Characteristics of ST elevations in STEMI

  • ST elevation myocardial infarction (STEMI) causes localized ST elevations, meaning that there are ST elevations in a few leads which are anatomically neighbouring (so called contiguous leads). For example, inferior STEMI causes ST elevations in leads II, III and aVF.
  • The ST segment is typically straight or convex (read about ST segment elevations).
  • Reciprocal ST segment depressions are very typical of STEMI.
  • ST elevations and T-wave inversions may occur simultaneously in STEMI.
  • The magnitude of the ST elevation may be considerably higher than 4 mm.
  • ECG changes are dynamic in STEMI. For example development of pathological Q-waves, changes in the magnitude of the ST elevation, T-wave inversion etc, may change within minutes to hours.

Note, however, that in some (rare) cases of acute myocarditis, ST elevations may be localized. This results in a situation in which it is very difficult to rule out STEMI on basis of the ECG.

T-wave inversions (negative T-waves)

ST elevations are normalized slowly in pericarditis. It may take weeks for the ST elevations to resolve. Thereafter, T-wave inversion typically ensues. The T-wave inversion may be discrete and lasts for one month. As mentioned above, ST elevations and T-wave inversions do not occur simultaneously in pericarditis. More: Inverted (negative) T-waves.

The PR segment elevation and depression

The PR segment is not affected in STEMI, whereas acute pericarditis often causes PR segment depression. Such depressions occur in most leads, except from lead V1, which often shows PR segment elevation.

Troponin leakage in acute pericarditis

Elevated troponins are common in acute pericarditis. M. Imazio et al (Cardiac troponin I in acute pericarditis; JACC 2003) showed that one third of patients had troponin elevations; in total, 8% had significantly elevated troponin levels. However, there was no association between troponin level and survival.

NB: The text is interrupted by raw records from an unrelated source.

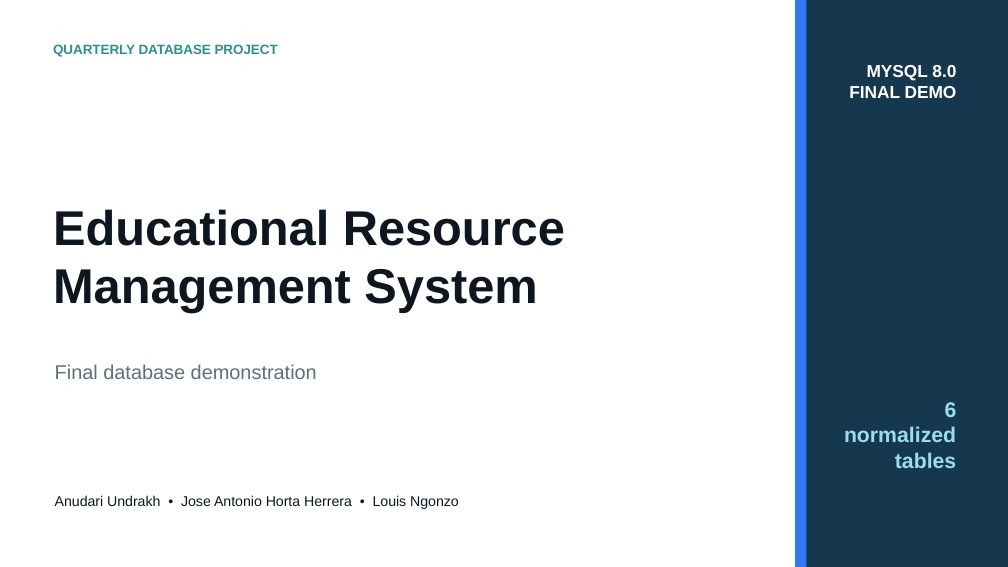
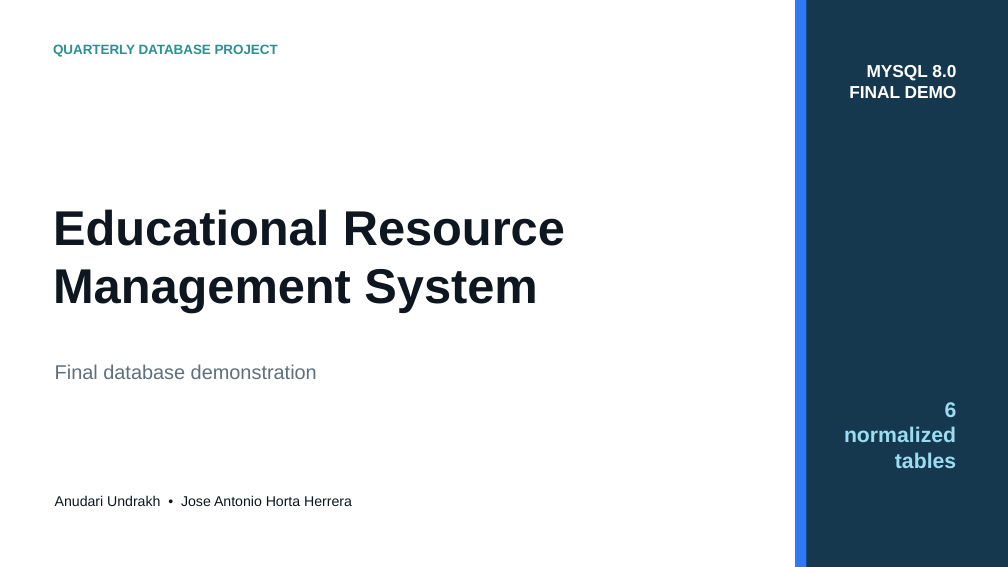
Before and after one commit to josehorta21/educational-resource-database-project, a slide deck: slide 1 of Database-Project/Educational_Resource_Final_Presentation.pptx. Drawn at 1008x567 pixels with LibreOffice and Linux fonts; fonts in the diff are those of the drawing. Boxes give left, top, right and bottom in pixels: in the first picture for what was removed or moved away, otherwise in the second. Text is boxed around its words. In the diff, an @@ line names an element or a change of style, - is before the commit and + after.

```diff
--- a/Database-Project/Educational_Resource_Final_Presentation.pptx
+++ b/Database-Project/Educational_Resource_Final_Presentation.pptx
@@ text at box(55, 495, 352, 506): text changed @@
-Anudari Undrakh • Jose Antonio Horta Herrera • Louis Ngonzo
+Anudari Undrakh • Jose Antonio Horta Herrera
```
Also in this commit, not shown: 2 other slides changed.

Below follows an ECG example of a patient with acute pericarditis. Note that the ECG changes are rather subtle.

Figure 3. Chest leads of patient with acute pericarditis. Note the ST segment elevations, concave ST segments.
Figure 3. Chest leads of patient with acute pericarditis. Note the ST segment elevations, concave ST segments.
Figure 4. Limb leads of patient with acute pericarditis. Note the very discrete, but generalized, ST segment elevations, concave ST segments.
Figure 4. Limb leads of patient with acute pericarditis. Note the very discrete, but generalized, ST segment elevations, concave ST segments.